The costs of staying in your home and how to pay for them
Besides day-to-day expenses and unexpected expenses for home repairs, “there is a risk of increased property taxes and HOA (homeowners association) fees” if you want to stay in your home, says Maureen Murano, financial advisor at Northwestern. Mutual in Denver.
Also, as you get older, mobility becomes a serious issue. General upkeep and cleaning of a large house can become daunting tasks and stairs – seldom thought of before – can become a dreaded daily obstacle to doing anything. The layout of your home may have worked when you were younger, but when you reach retirement age, it may need some serious and costly restructuring.
A key step in planning for independence is to assess your home to determine if it can meet your changing needs as you age. For example, you may choose to widen the doors of your home to allow access for a walker or wheelchair or to install a chair lift or elevator.
Many people looking for ways to pay for the lasting or new expenses that come with staying in their home are turning to home equity lines of credit (HELOCs) or reverse mortgages instead of selling.
“Depending on your financial situation, home equity lines of credit or refinancing into a smaller loan can allow you to access a significant portion of your home’s value without selling,” says Leah Dirks, President of Mortgages and consumer at FirstBank in Denver.
Although borrowing against your home equity comes with the risk of losing your home if you can’t repay it, this second mortgage option allows you to borrow at a lower rate than a regular loan.
Another popular option is the reverse mortgage, which is a federally insured home equity loan that can be used by homeowners who are at least 62 years old.
“By borrowing from their own equity, seniors gain access to cash to pay for cost-of-living expenses later in life, often after they have exhausted other savings or sources of income,” Forbes says.

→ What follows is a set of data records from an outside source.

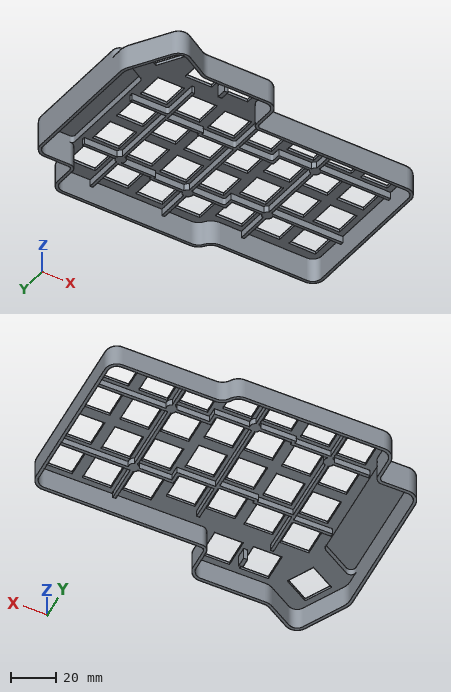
import cadquery as cq
import math

pitch = 19.05
hole_size = 14.0
plate_thickness = 1.5
wall = 1.5
case_height = 14.0
total_height = 17.5
edge_margin = 2.0
case_length = 158.11

rows = 4
column_drops = [3.8, 1.2, 0.0, 1.2, 6.2, 7.6, 7.6]

thumb_row_y = -25.2
thumb_columns = [0.5, 1.5]
tilted_key_x = -0.8 * pitch
tilted_key_y = -27.2
tilt = 30.0
tilted_key_length = 1.5 * pitch

corner_radius = 6.0
notch_radius = 2.0
step_upper_radius = 7.0
step_lower_radius = 6.0
waist_radius = 9.5
case_edge_radius = 3.0

bay_width = 21.7
bay_back_y = 50.9
bay_front_centre_y = -12.0
bay_corner_radius = 4.0
bay_back_corner_radius = 3.0
bay_edge_radius = 2.5

rib_width = 1.5
rib_bottom_z = 9.0
rib_column_gaps = [0, 2, 4]
rib_row_gaps = [0, 2]
post_radius = 2.5
post_gaps = [(0, 2), (2, 2), (4, 2), (4, 0)]
rib_corner_radius = 1.0
rounded_rib_corners = [(0, 0), (2, 0), (3, 0), (3, 2)]

stay_x = pitch
stay_back_y = -21.0
stay_length = 5.0
stay_width = 2.0
stay_bottom_z = 6.0

front_margin = 11.2
step_column = 4

key_to_wall = pitch / 2 + edge_margin
cos_tilt = math.cos(math.radians(tilt))
sin_tilt = math.sin(math.radians(tilt))
right_x = (len(column_drops) - 1) * pitch + key_to_wall
left_x = right_x - case_length
back_y = (rows - 1) * pitch + key_to_wall
step_y = back_y - column_drops[step_column]
front_y = -column_drops[-1] - front_margin
thumb_front_y = thumb_row_y - key_to_wall
thumb_right_x = thumb_columns[-1] * pitch + key_to_wall
field_left_x = -key_to_wall
bay_right_x = left_x + bay_width


def tilted(along, across):
    """Point given in the frame of the tilted thumb key."""
    return (
        tilted_key_x + along * cos_tilt - across * sin_tilt,
        tilted_key_y + along * sin_tilt + across * cos_tilt,
    )


def rounded_wire(corners):
    """Closed outline through (x, y, radius) corners, each rounded by a tangent arc."""
    arcs = []
    count = len(corners)
    for i in range(count):
        x, y, radius = corners[i]
        before = cq.Vector(corners[i - 1][0] - x, corners[i - 1][1] - y).normalized()
        after = cq.Vector(corners[(i + 1) % count][0] - x, corners[(i + 1) % count][1] - y).normalized()
        half_angle = before.getAngle(after) / 2
        corner = cq.Vector(x, y)
        reach = radius / math.tan(half_angle)
        bisector = (before + after).normalized()
        middle = corner + bisector * (radius / math.sin(half_angle) - radius)
        arcs.append((corner + before * reach, middle, corner + after * reach))
    path = cq.Workplane("XY").moveTo(*arcs[0][0].toTuple()[:2])
    for i, (start, middle, end) in enumerate(arcs):
        path = path.threePointArc(middle.toTuple()[:2], end.toTuple()[:2])
        following = arcs[(i + 1) % count][0]
        if i < count - 1 and (following - end).Length > 1e-6:
            path = path.lineTo(*following.toTuple()[:2])
    return path.close()


def case_outline():
    step_height = back_y - step_y
    step_angle = math.acos(1 - step_height / (step_upper_radius + step_lower_radius))
    step_start_x = (step_column - 1) * pitch + key_to_wall - corner_radius
    upper_x = step_start_x + step_upper_radius * math.tan(step_angle / 2)
    lower_x = upper_x + step_height / math.tan(step_angle)
    key_front = -(tilted_key_length / 2 + edge_margin)
    tip = tilted(-key_to_wall, key_front)
    waist_y = tip[1] + (tip[0] - left_x) / math.tan(math.radians(tilt))
    thumb_bend_x = tip[0] + (thumb_front_y - tip[1]) / math.tan(math.radians(tilt))
    return rounded_wire([
        (field_left_x, back_y, corner_radius),
        (upper_x, back_y, step_upper_radius),
        (lower_x, step_y, step_lower_radius),
        (right_x, step_y, corner_radius),
        (right_x, front_y, corner_radius),
        (thumb_right_x, front_y, notch_radius),
        (thumb_right_x, thumb_front_y, corner_radius),
        (thumb_bend_x, thumb_front_y, corner_radius),
        (tip[0], tip[1], corner_radius),
        (left_x, waist_y, waist_radius),
        (left_x, bay_back_y, corner_radius),
        (field_left_x, bay_back_y, notch_radius),
    ])


def bay_outline():
    sharp_y = bay_front_centre_y - bay_corner_radius / math.tan(math.radians(tilt))
    front_right_y = sharp_y + bay_width * math.tan(math.radians(tilt))
    return rounded_wire([
        (left_x, bay_back_y, corner_radius),
        (bay_right_x, bay_back_y, bay_back_corner_radius),
        (bay_right_x, front_right_y, bay_corner_radius),
        (left_x, sharp_y, bay_corner_radius),
    ])


def outer_body():
    case = case_outline().extrude(case_height).faces(">Z").edges().fillet(case_edge_radius)
    bay = bay_outline().extrude(total_height).faces(">Z").edges().fillet(bay_edge_radius)
    return case.union(bay)


def key_positions():
    keys = []
    for column, drop in enumerate(column_drops):
        for row in range(rows):
            keys.append((column * pitch, row * pitch - drop, 0))
    for column in thumb_columns:
        keys.append((column * pitch, thumb_row_y, 0))
    keys.append((tilted_key_x, tilted_key_y, tilt))
    return keys


def block(x_min, x_max, y_min, y_max, z_min, z_max):
    size = (x_max - x_min, y_max - y_min, z_max - z_min)
    return cq.Workplane("XY").box(*size, centered=False).translate((x_min, y_min, z_min))


def rib(x_min, x_max, y_min, y_max):
    """Bar under the plate around a centre line, half a rib width beyond it all round."""
    half = rib_width / 2
    return block(x_min - half, x_max + half, y_min - half, y_max + half, rib_bottom_z, case_height - plate_thickness)


def bar_y(column, row):
    """Middle of the plate bar behind a key."""
    return (row + 0.5) * pitch - column_drops[column]


def gap_x(column):
    """Middle of the plate bar to the right of a column."""
    return (column + 0.5) * pitch


def ribs():
    """Bars between the openings; those along X step with the stagger of the columns."""
    bars = cq.Workplane("XY")
    for column in rib_column_gaps:
        x = gap_x(column)
        wall_face_y = step_y if column >= step_column else back_y
        bars = bars.add(rib(x, x, bar_y(column, -1), wall_face_y - wall))
    for row in rib_row_gaps:
        for column in range(len(column_drops)):
            left = gap_x(column - 1)
            y = bar_y(column, row)
            bars = bars.add(rib(left, left + pitch, y, y))
            if column > 0:
                previous_y = bar_y(column - 1, row)
                bars = bars.add(rib(left, left, min(y, previous_y), max(y, previous_y)))
    return bars.combine()


def round_rib_corners(bars):
    """Round the front left corner where a rib along X meets one along Y."""
    reach = 0.1
    for column, row in rounded_rib_corners:
        x = gap_x(column) - rib_width / 2
        y = bar_y(column, row) - rib_width / 2
        near = cq.selectors.BoxSelector(
            (x - reach, y - reach, 0), (x + reach, y + reach, case_height)
        )
        bars = bars.edges("|Z").edges(near).fillet(rib_corner_radius)
    return bars


def posts():
    height = case_height - plate_thickness - rib_bottom_z
    centres = [(gap_x(column), bar_y(column, row)) for column, row in post_gaps]
    return cq.Workplane("XY", origin=(0, 0, rib_bottom_z)).pushPoints(centres).circle(post_radius).extrude(height)


def thumb_stay():
    x_min = stay_x - stay_width / 2
    y_min = stay_back_y - stay_length
    return block(x_min, x_min + stay_width, y_min, stay_back_y, stay_bottom_z, case_height - plate_thickness)


case_cavity = case_outline().offset2D(-wall).extrude(case_height - plate_thickness)
bay_cavity = bay_outline().offset2D(-wall).extrude(total_height - plate_thickness)
result = outer_body().cut(case_cavity).cut(bay_cavity)
result = result.union(round_rib_corners(ribs())).union(posts()).union(thumb_stay())
for x, y, angle in key_positions():
    opening = cq.Workplane("XY").box(hole_size, hole_size, 2 * total_height)
    result = result.cut(opening.rotate((0, 0, 0), (0, 0, 1), angle).translate((x, y, 0)))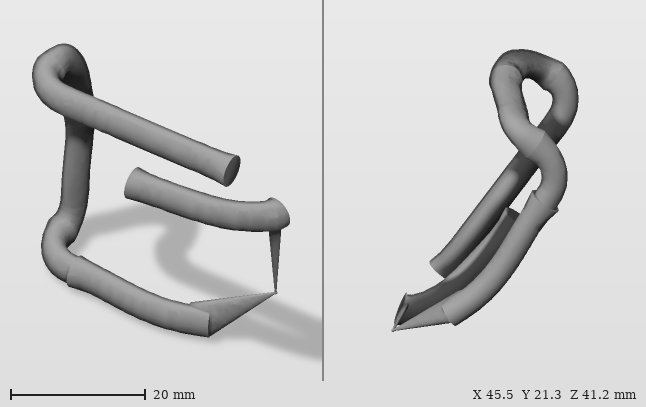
import cadquery as cq
import math

wire_diameter = 5.0
waist_diameter = 3.9
wire_radius = wire_diameter / 2
flare_length = 3.2
section_pitch = 2.27

column_x = wire_radius
bottom_z = wire_radius
overall_height = 41.15
top_z = overall_height - wire_radius
top_end_x, top_end_y = 37.0, 4.8
clip_z = 30.4
clip_start_x = 21.25
joint_y, joint_z = 18.77, 21.7
top_corner_y = 10.0
top_y = 5.15
bottom_corner_y = 13.35
seam_x, seam_y = 8.75, 6.8

tip = cq.Vector(40.8, 11.2, 10.25)
tip_radius = 0.15
bottom_spike_base = cq.Vector(30, 7.5, bottom_z)
bottom_spike_normal = cq.Vector(1, 0.4, 0.8)
bottom_spike_wide_axis = cq.Vector(-0.8, 0, 1)
bottom_spike_wide, bottom_spike_narrow = 6.1, 2.95
clip_spike_base = cq.Vector(42.55, 7.9, clip_z - 0.9)
clip_spike_wide, clip_spike_narrow = 2.55, 0.9

X_AXIS = cq.Vector(1, 0, 0)
Z_AXIS = cq.Vector(0, 0, 1)


def ellipse_wire(center, normal, wide_axis, wide, narrow):
    """Closed ellipse with full widths `wide` (along wide_axis) and `narrow`."""
    return cq.Wire.makeEllipse(wide / 2, narrow / 2, center, normal, wide_axis, closed=True)


def width_at(distance, length, flare_start, flare_end):
    """Narrow width along a segment: round at flared ends, waisted between."""
    gap = flare_length
    if flare_start:
        gap = min(gap, distance)
    if flare_end:
        gap = min(gap, length - distance)
    blend = (1 + math.cos(math.pi * gap / flare_length)) / 2
    return waist_diameter + (wire_diameter - waist_diameter) * blend


def tube(points, start_direction, end_direction, bend_axis, wide_in_bend=False,
         flare_start=True, flare_end=True):
    """Loft of ellipses along a planar spline whose plane is normal to bend_axis."""
    path = cq.Edge.makeSpline(
        [cq.Vector(*point) for point in points],
        tangents=[cq.Vector(*start_direction), cq.Vector(*end_direction)],
    )
    length = path.Length()
    steps = math.ceil(length / section_pitch)
    sections = []
    for step in range(steps + 1):
        fraction = step / steps
        tangent = path.tangentAt(fraction)
        wide_axis = tangent.cross(bend_axis) if wide_in_bend else bend_axis
        narrow = width_at(fraction * length, length, flare_start, flare_end)
        center = path.positionAt(fraction)
        sections.append(ellipse_wire(center, tangent, wide_axis, wire_diameter, narrow))
    return cq.Workplane(cq.Solid.makeLoft(sections))


def spike(base_center, base_normal, wide_axis, wide, narrow):
    """Straight taper from an elliptical base to the shared tip."""
    base = ellipse_wire(base_center, base_normal, wide_axis, wide, narrow)
    end = ellipse_wire(tip, base_normal, wide_axis, 2 * tip_radius, 2 * tip_radius)
    return cq.Workplane(cq.Solid.makeLoft([base, end], True))


top_bend = tube(
    [(column_x, top_corner_y, top_z), (3.95, 6.65, top_z), (seam_x, top_y, top_z)],
    (0, -1, 0), (1, 0, 0), Z_AXIS, flare_end=False,
)
top_wire = tube(
    [(seam_x, top_y, top_z), (top_end_x, top_end_y, top_z)],
    (1, 0, 0), (1, 0, 0), Z_AXIS, flare_start=False,
)

upper_column = tube(
    [(column_x, joint_y, joint_z), (column_x, 18.05, 27.28), (column_x, 17.05, 31.6),
     (column_x, 15, 35.7), (column_x, top_corner_y, top_z)],
    (0, 0, 1), (0, -1, 0), X_AXIS, wide_in_bend=True,
)
lower_column = tube(
    [(column_x, joint_y, joint_z), (column_x, 18.1, 14.5), (column_x, 17.35, 9.1),
     (column_x, 16.35, 4.1), (column_x, bottom_corner_y, bottom_z)],
    (0, 0, -1), (0, -1, 0), X_AXIS, wide_in_bend=True,
)

bottom_bend = tube(
    [(column_x, bottom_corner_y, bottom_z), (4.05, 8.75, bottom_z), (seam_x, seam_y, bottom_z)],
    (0, -1, 0), (1, 0, 0), Z_AXIS, flare_end=False,
)
bottom_wire = tube(
    [(seam_x, seam_y, bottom_z), (20, 5.8, bottom_z), (27.28, 6.27, bottom_z), (31.65, 7.65, bottom_z)],
    (1, 0, 0), (1, 0.35, 0), Z_AXIS, flare_end=False,
)

clip_wire = tube(
    [(clip_start_x, wire_radius, clip_z), (30.45, 2.95, clip_z), (37.28, 4.05, clip_z),
     (41.0, 5.8, clip_z), (43.05, 8.15, clip_z)],
    (1, 0, 0), (0.25, 1, 0), Z_AXIS,
)

bottom_spike = spike(bottom_spike_base, bottom_spike_normal, bottom_spike_wide_axis,
                     bottom_spike_wide, bottom_spike_narrow)
clip_spike = spike(clip_spike_base, Z_AXIS, X_AXIS, clip_spike_wide, clip_spike_narrow)
spike_tip = cq.Workplane().sphere(2 * tip_radius).translate(tip.toTuple())

result = top_wire
for piece in (top_bend, upper_column, lower_column, bottom_bend, bottom_wire, clip_wire,
              bottom_spike, clip_spike, spike_tip):
    result = result.union(piece)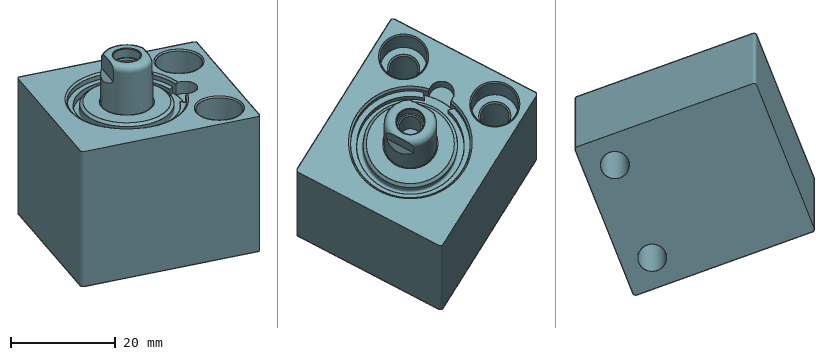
import cadquery as cq

overall_height = 39.0
block_width = 32.0
block_depth = 37.0
block_height = 29.4
corner_size = 0.62

mount_spacing = 20.0
mount_y = 12.48
mount_hole_dia = 5.5
mount_hole_chamfer = 0.3
counterbore_dia = 9.0
counterbore_depth = 5.5
counterbore_chamfer = 0.27

axis_y = -2.45
bore_dia = 22.8
bore_chamfer = 0.4
relief_dia = 4.85
relief_offset = 11.97
gland_thickness = 8.0
rim_top_depth = 1.33
rim_inner_dia = 20.5
rim_gap_apex = 7.1
rim_gap_half_width = 5.45
rim_gap_reach = 6.1
flange_top_depth = 2.65
boss_dia = 18.0
boss_top_depth = 0.55
boss_chamfer_height = 0.45
boss_chamfer_width = 0.62
boss_root_fillet = 0.4
root_margin = 0.05
gland_bore_chamfer = 0.27

rod_dia = 10.0
rod_top_fillet = 1.25
flat_spacing = 7.95
flat_height = 3.5
thread_recess_dia = 5.25
thread_recess_depth = 1.95
thread_recess_chamfer = 0.15
thread_hole_dia = 4.15
thread_hole_depth = 7.8
thread_hole_chamfer = 0.27

bore_floor = block_height - gland_thickness
rim_top = block_height - rim_top_depth
flange_top = block_height - flange_top_depth
boss_top = block_height - boss_top_depth


def disc(diameter, bottom, top, y=axis_y, x=0):
    """Upright cylinder between two levels, on the bore axis by default."""
    return cq.Workplane("XY", origin=(x, y, bottom)).circle(diameter / 2).extrude(top - bottom)


def countersink(diameter, chamfer, top, y=axis_y, x=0):
    """Cone that cuts a 45 degree chamfer into the mouth of a hole."""
    radius = diameter / 2
    return cq.Workplane(cq.Solid.makeCone(
        radius, radius + chamfer, chamfer, cq.Vector(x, y, top - chamfer), cq.Vector(0, 0, 1)
    ))


def make_mount_hole(x):
    """Counterbored through hole with both mouths chamfered."""
    step = block_height - counterbore_depth
    hole = disc(mount_hole_dia, 0, block_height, mount_y, x)
    hole = hole.union(countersink(mount_hole_dia, mount_hole_chamfer, step, mount_y, x))
    hole = hole.union(disc(counterbore_dia, step, block_height, mount_y, x))
    return hole.union(countersink(counterbore_dia, counterbore_chamfer, block_height, mount_y, x))


def make_housing():
    block = cq.Workplane("XY").box(block_width, block_depth, block_height, centered=(True, True, False))
    block = block.edges("|Z").fillet(corner_size)
    for x in (-mount_spacing / 2, mount_spacing / 2):
        block = block.cut(make_mount_hole(x))
    block = block.cut(disc(bore_dia, bore_floor, block_height))
    block = block.cut(countersink(bore_dia, bore_chamfer, block_height))
    relief = disc(relief_dia, flange_top, block_height, axis_y + relief_offset)
    neck = cq.Workplane("XY", origin=(0, axis_y + relief_offset / 2, flange_top))
    neck = neck.rect(relief_dia, relief_offset).extrude(flange_top_depth)
    return block.cut(relief.union(neck).cut(disc(bore_dia, bore_floor, block_height)))


def make_gland():
    flange = disc(bore_dia, bore_floor, flange_top)
    boss = disc(boss_dia, flange_top, boss_top)
    boss = boss.faces(">Z").edges().chamfer(boss_chamfer_height, boss_chamfer_width)
    body = flange.union(boss)
    root = cq.selectors.BoxSelector(
        (-boss_dia, axis_y - boss_dia, flange_top - root_margin),
        (boss_dia, axis_y + boss_dia, flange_top + root_margin),
    )
    body = body.edges(root).edges(cq.selectors.RadiusNthSelector(0)).fillet(boss_root_fillet)

    rim = disc(bore_dia, flange_top, rim_top).cut(disc(rim_inner_dia, flange_top, rim_top))
    wedge = (
        cq.Workplane("XY", origin=(0, axis_y + rim_gap_apex, flange_top))
        .polyline([
            (0, 0),
            (rim_gap_half_width, rim_gap_reach),
            (-rim_gap_half_width, rim_gap_reach),
        ])
        .close()
        .extrude(rim_top - flange_top)
    )
    body = body.union(rim.cut(wedge))

    body = body.cut(disc(rod_dia, bore_floor, boss_top))
    return body.cut(countersink(rod_dia, gland_bore_chamfer, boss_top))


def make_rod():
    rod = disc(rod_dia, bore_floor, overall_height).faces(">Z").edges().fillet(rod_top_fillet)
    flat_y = flat_spacing / 2
    flat_bottom = overall_height - flat_height
    flat_cut = (
        cq.Workplane("YZ", origin=(-rod_dia / 2, axis_y, 0))
        .polyline([
            (flat_y, overall_height),
            (flat_y, flat_bottom),
            (flat_y + flat_height, flat_bottom - flat_height),
            (flat_y + flat_height, overall_height),
        ])
        .close()
        .extrude(rod_dia)
    )
    rod = rod.cut(flat_cut).cut(flat_cut.rotate((0, axis_y, 0), (0, axis_y, 1), 180))
    recess_floor = overall_height - thread_recess_depth
    rod = rod.cut(disc(thread_recess_dia, recess_floor, overall_height))
    rod = rod.cut(countersink(thread_recess_dia, thread_recess_chamfer, overall_height))
    rod = rod.cut(disc(thread_hole_dia, overall_height - thread_hole_depth, recess_floor))
    return rod.cut(countersink(thread_hole_dia, thread_hole_chamfer, recess_floor))


housing = make_housing()
gland = make_gland()
rod = make_rod()

result = cq.Compound.makeCompound([housing.val(), gland.val(), rod.val()])

If you’ve ever thought about investing in a rental property, the home you already own could be the perfect place to start. You won’t have to sell your house, but you will have to move out. As Candice Williams, realtor at Coldwell Banker Realty in Houston, Next Avenue, puts it, “If your financial goals include building a real estate portfolio or owning an investment property, consider keeping the home to generate income. rental income.
Plus, if your home would make a good rental property or vacation rental, you can potentially use up to 75% of its rental income to qualify to buy a new home, according to Next Avenue.
Things to consider when selling your home
If you decide that your home no longer meets your needs or that you can no longer live safely and independently in your home, learn about the options available in your community. These may include moving to a more accessible or smaller home or exploring senior housing options such as assisted living or long-term care.
Of course, if you decide to sell your home, be sure to consider the tax implications. Per TurboTax, up to $250,000 of the profit from the sale of the home ($500,000 if you’re married and filing a joint tax return) is tax-exempt if you’ve lived in the location for two of the five years preceding the sale. If your profit exceeds the $250,000 or $500,000 limits, the excess is reported as a capital gain.
As NextAvenue notes, you might have other reasons for deciding to sell your paid-for home, such as wanting to give your kids money, pay bills, or travel the world. Whatever decision you make, avoid falling into a financial dilemma when moving after the sale.
“Make sure your next move – whether to rent or buy another home – doesn’t expose you to a higher level of monthly living expenses that could put your finances at risk,” Williams warns.